ABOUT THIS EXERCISE —
Filter these entries down to the lines that hold the word "text", and show each of them.

Excerpts from a dataset:
________________________________________

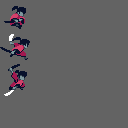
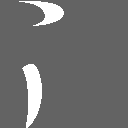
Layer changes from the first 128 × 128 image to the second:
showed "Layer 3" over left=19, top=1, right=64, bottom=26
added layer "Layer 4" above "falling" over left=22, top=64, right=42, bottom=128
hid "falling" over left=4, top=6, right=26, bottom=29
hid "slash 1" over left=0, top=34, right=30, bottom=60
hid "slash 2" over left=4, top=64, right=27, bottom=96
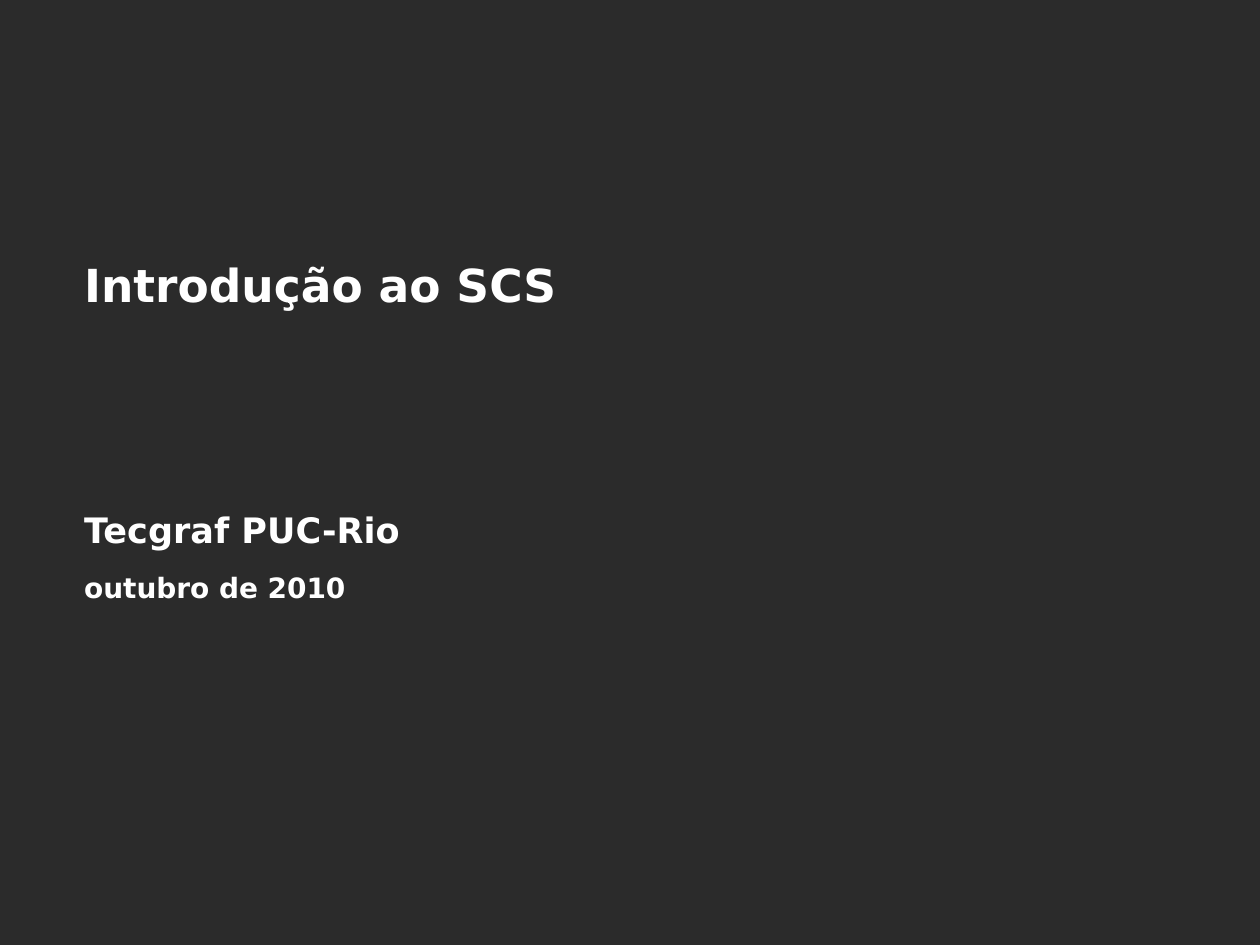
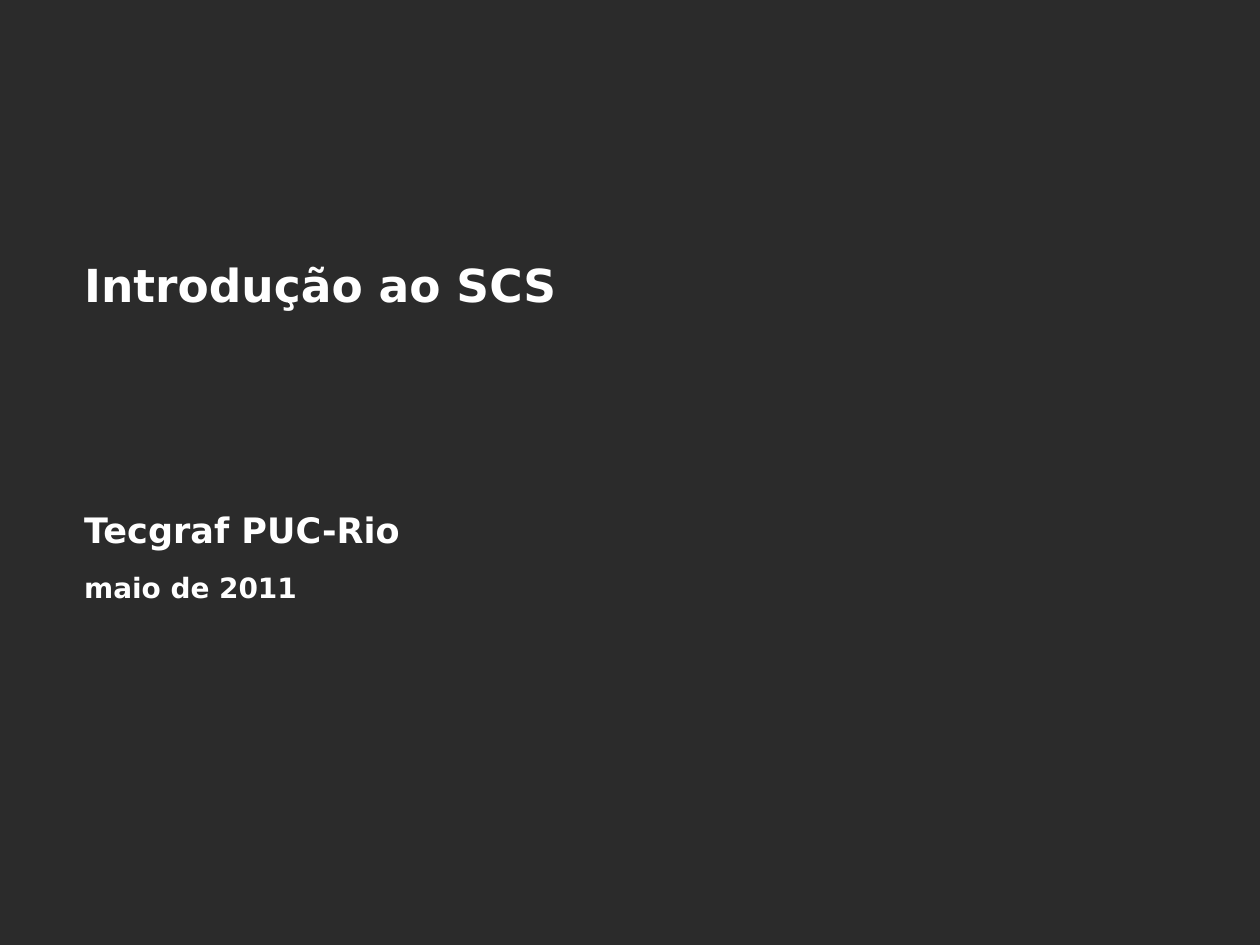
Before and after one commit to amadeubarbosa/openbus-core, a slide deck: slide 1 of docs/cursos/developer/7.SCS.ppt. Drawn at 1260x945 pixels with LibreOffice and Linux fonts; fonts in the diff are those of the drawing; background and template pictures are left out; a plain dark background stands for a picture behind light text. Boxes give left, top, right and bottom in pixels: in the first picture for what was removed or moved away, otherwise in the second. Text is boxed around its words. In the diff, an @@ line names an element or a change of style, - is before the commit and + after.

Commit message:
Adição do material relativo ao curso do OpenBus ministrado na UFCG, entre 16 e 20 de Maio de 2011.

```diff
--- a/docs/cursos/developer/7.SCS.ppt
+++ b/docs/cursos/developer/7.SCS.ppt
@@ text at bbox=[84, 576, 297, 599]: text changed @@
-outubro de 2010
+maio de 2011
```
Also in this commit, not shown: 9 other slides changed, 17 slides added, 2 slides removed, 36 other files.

________________________________________

ANSWER FOR THIS EXERCISE —
Before and after one commit to amadeubarbosa/openbus-core, a slide deck: slide 1 of docs/cursos/developer/7.SCS.ppt. Drawn at 1260x945 pixels with LibreOffice and Linux fonts; fonts in the diff are those of the drawing; background and template pictures are left out; a plain dark background stands for a picture behind light text. Boxes give left, top, right and bottom in pixels: in the first picture for what was removed or moved away, otherwise in the second. Text is boxed around its words. In the diff, an @@ line names an element or a change of style, - is before the commit and + after.
@@ text at bbox=[84, 576, 297, 599]: text changed @@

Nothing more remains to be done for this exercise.